Anticancer Res. 2012 Jul;32(7):2399-406.
BACKGROUND/AIM: Sequential treatment with targeted agents is standard of care for patients with metastatic renal cell carcinoma (mRCC). However, clinical data directly comparing treatment outcomes with a mammalian target of rapamycin inhibitor or a vascular endothelial growth factor-targeted agent in the second-line setting are lacking. We evaluated sequential treatment in a syngeneic, orthotopic mouse model of mRCC.

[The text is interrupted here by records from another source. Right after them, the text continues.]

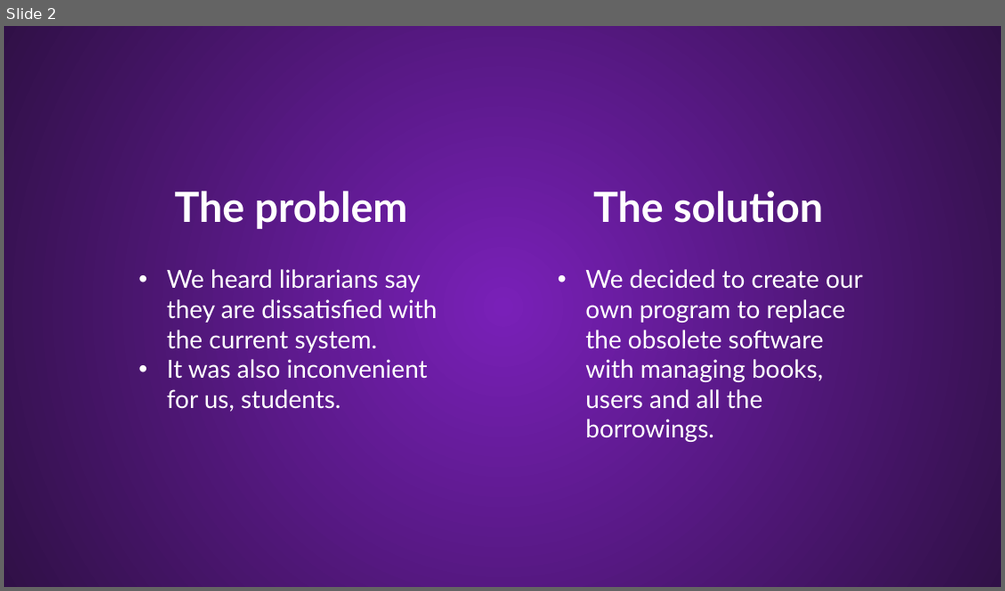
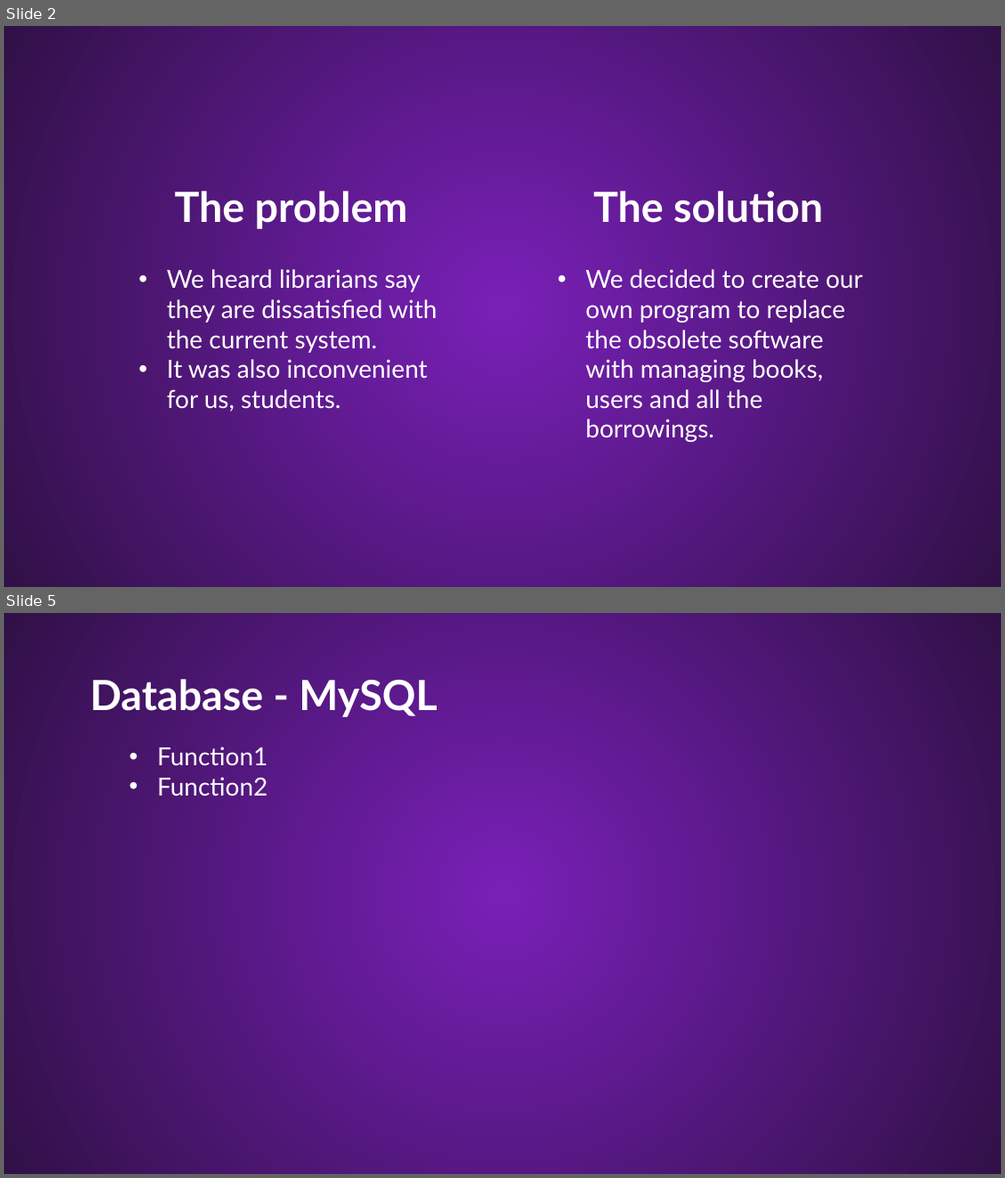
Before and after one commit to Palacsinta002/LMS, a slide deck: Presentation/LMS Presentation.pptx. Shown one above the other, each under a label of ours: slide 2 before the commit, slides 2 and 5 after it; the slides between them are not shown. The pictures are 1005x591 and 1005x1178 pixels, drawn with LibreOffice and Linux fonts; fonts in the diff are those of the drawing; background and template pictures are left out. Boxes give left, top, right and bottom in pixels: in the first picture for what was removed or moved away, otherwise in the second. Text is boxed around its words. In the diff, an @@ line names an element or a change of style, - is before the commit and + after.

```diff
--- a/Presentation/LMS Presentation.pptx
+++ b/Presentation/LMS Presentation.pptx
@@ slide 5 added at [4, 613, 1001, 1174], background #54167F; not listed: 1 template element that a slide beside it also shows @@
@@ text added at [90, 679, 437, 717], 40 pt, text #FFFFFF, bold @@
+Database - MySQL
@@ text added at [157, 747, 267, 796], 24 pt, text #FFFFFF @@
+• Function1
+• Function2
```
Also in this commit, not shown: 1 slide changed, 9 other slides added, 1 slide removed, 1 other file.

BALB/c mice were orthotopically implanted with murine RCC (RENCA) cells expressing luciferase and randomized to vehicle, sunitinib, sunitinib followed by sorafenib, or sunitinib followed by everolimus. Tumor growth and metastases were assessed by in vivo (whole body) and ex vivo (primary tumor, lung, liver) luciferase activity and necropsies, performed on day 20 or 46 for vehicle and treatment groups, respectively.
Sunitinib followed by everolimus was associated with reduced luciferase activity and primary tumor weight and volume compared with sunitinib, and sunitinib followed by sorafenib.
Sequential therapy with sunitinib followed by everolimus demonstrated significant antitumor and anti-metastatic effects.
背景/目的:对于转移性肾细胞癌(mRCC)患者,靶向药物序贯治疗是标准治疗方案。然而,二线治疗中直接比较哺乳动物雷帕霉素抑制剂或血管内皮生长因子靶向药物治疗结局的临床数据尚缺乏。我们在 mRCC 的同基因原位小鼠模型中评估了序贯治疗。
BALB/c 小鼠原位植入表达荧光素酶的小鼠肾细胞癌(RENCA)细胞,并随机分为对照组、舒尼替尼组、舒尼替尼后继以索拉非尼组或舒尼替尼后继以依维莫司组。通过体内(全身)和体外(原发肿瘤、肺、肝)荧光素酶活性和尸检评估肿瘤生长和转移情况,对照组和治疗组分别在第 20 天和第 46 天进行。
与舒尼替尼相比,舒尼替尼后继以依维莫司治疗组的荧光素酶活性和原发肿瘤重量及体积均降低,且舒尼替尼后继以索拉非尼组也是如此。
舒尼替尼后继以依维莫司的序贯治疗显示出显著的抗肿瘤和抗转移作用。